The first, and most far-reaching, was John F. Cooper's assessment of the strategic importance Taiwan plays in the grand strategy of the United States. As long as Taiwan remains sovereign and supported by the American navy, then it will remain the primary focus of Chinese military power, much as (to use Cooper's analogy) the independent American Indian nations remained for a century the primary focus of US expansion and campaigning. As Cooper relates, if Taiwan were to fall, China will be able to project her power globally, through a navy that was no longer
“contained” by a proximate chain of islands extending southward from Japan, through the Ryukyu’s, Taiwan, the Philippines, Malaysia, Indonesia and Australia."What's fascinating about Cooper's piece is the emphasis it gives to preparing for and/or safeguarding against great power war as the primary goal for US strategy. Decades ago, this had been a given; throughout the Cold War many smaller wars were fought with the ultimate objective of making the situation favorable to the United States should a great power war break out. But since the fall of the USSR, the United States has had a clear and uncontested global reach but no similar singular focus. Part of Cooper's argument is that this has been possible because our probable global rival has been singularly focused on an enemy just off their shore. The wider implication of Cooper's piece, though, is that our military focus (and, explicitly in the piece, budget priorities) should guarantee our military strength against other great powers.

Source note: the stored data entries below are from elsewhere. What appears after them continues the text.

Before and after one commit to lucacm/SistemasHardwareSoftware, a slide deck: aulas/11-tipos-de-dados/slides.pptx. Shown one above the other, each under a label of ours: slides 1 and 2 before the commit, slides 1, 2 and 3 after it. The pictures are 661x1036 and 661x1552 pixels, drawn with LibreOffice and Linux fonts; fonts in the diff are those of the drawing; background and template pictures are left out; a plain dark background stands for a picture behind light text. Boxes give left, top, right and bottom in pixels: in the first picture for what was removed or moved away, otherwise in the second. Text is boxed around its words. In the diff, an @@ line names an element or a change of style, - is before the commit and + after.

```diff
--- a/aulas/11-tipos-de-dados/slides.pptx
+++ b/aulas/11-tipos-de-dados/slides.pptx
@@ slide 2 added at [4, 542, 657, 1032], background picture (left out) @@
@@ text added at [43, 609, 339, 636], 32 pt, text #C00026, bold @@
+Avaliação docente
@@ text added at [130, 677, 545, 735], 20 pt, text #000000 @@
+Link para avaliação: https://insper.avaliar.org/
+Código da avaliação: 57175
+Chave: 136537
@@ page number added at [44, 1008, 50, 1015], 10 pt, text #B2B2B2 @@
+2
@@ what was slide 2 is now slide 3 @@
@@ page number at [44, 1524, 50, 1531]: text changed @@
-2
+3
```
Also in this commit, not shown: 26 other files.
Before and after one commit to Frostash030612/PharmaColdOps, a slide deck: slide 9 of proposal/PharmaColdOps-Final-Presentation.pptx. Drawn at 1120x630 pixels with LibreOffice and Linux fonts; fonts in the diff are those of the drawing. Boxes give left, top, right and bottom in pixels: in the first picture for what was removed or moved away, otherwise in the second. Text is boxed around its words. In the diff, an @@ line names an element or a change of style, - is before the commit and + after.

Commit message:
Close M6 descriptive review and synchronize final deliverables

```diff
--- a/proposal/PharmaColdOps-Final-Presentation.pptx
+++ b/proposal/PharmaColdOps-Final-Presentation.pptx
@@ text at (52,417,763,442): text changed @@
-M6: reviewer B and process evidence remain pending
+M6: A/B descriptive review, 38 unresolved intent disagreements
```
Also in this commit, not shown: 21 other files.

I read Cooper's article the same day that the New York Times published this editorial, about the experience of NATO in Libya. This was the first war undertaken by NATO where the United States was insistent upon taking a secondary role to the militaries of Canada and Europe. While Qaddafi's regime was ultimately toppled by the NATO-supported Libyan rebels, it was a success more guaranteed by the weakness of the opponent than the prowess of the Western forces involved. The editorial cites ammunition shortfalls and outdated technology as the genuine problems, and suggests more broadly that the combination of austerity measures during the economic downturn has only exacerbated a general trend in Europe of allowing the largess of the Pentagon to substitute for European defense spending. It ends with this condemnation
European leaders need to ask themselves a fundamental question: If it was this hard taking on a ragtag army like Qaddafi’s, what would it be like to have to fight a real enemy?The nations of Europe, it appears, are unready for any war, and are notably unprepared for a great power war for the first time in centuries.
This is fine if one believes that the coming wars will not be symmetric ones. Such skeptics of major conflicts can point to the aughts most memorable strategist, who has spawned a whole school of thought focused on how big powers fight the little wars. Given the present balance of power, and cognizant of the last half-century of American warfare, this makes sense. But such a narrow focus has limitations. Spencer Ackerman writes
With the wars of the future looking likely to occur in sea, air, space and cyberspace, a generation of Army officers forged in counterinsurgency — critics call it a cult — will be challenged to adjustThe nature of wars that will be fought in the future remain a fortunately-unanswered question. But the defense priorities set now, in a time of austerity for the West, will profoundly shape the warfighting of the next decade and beyond.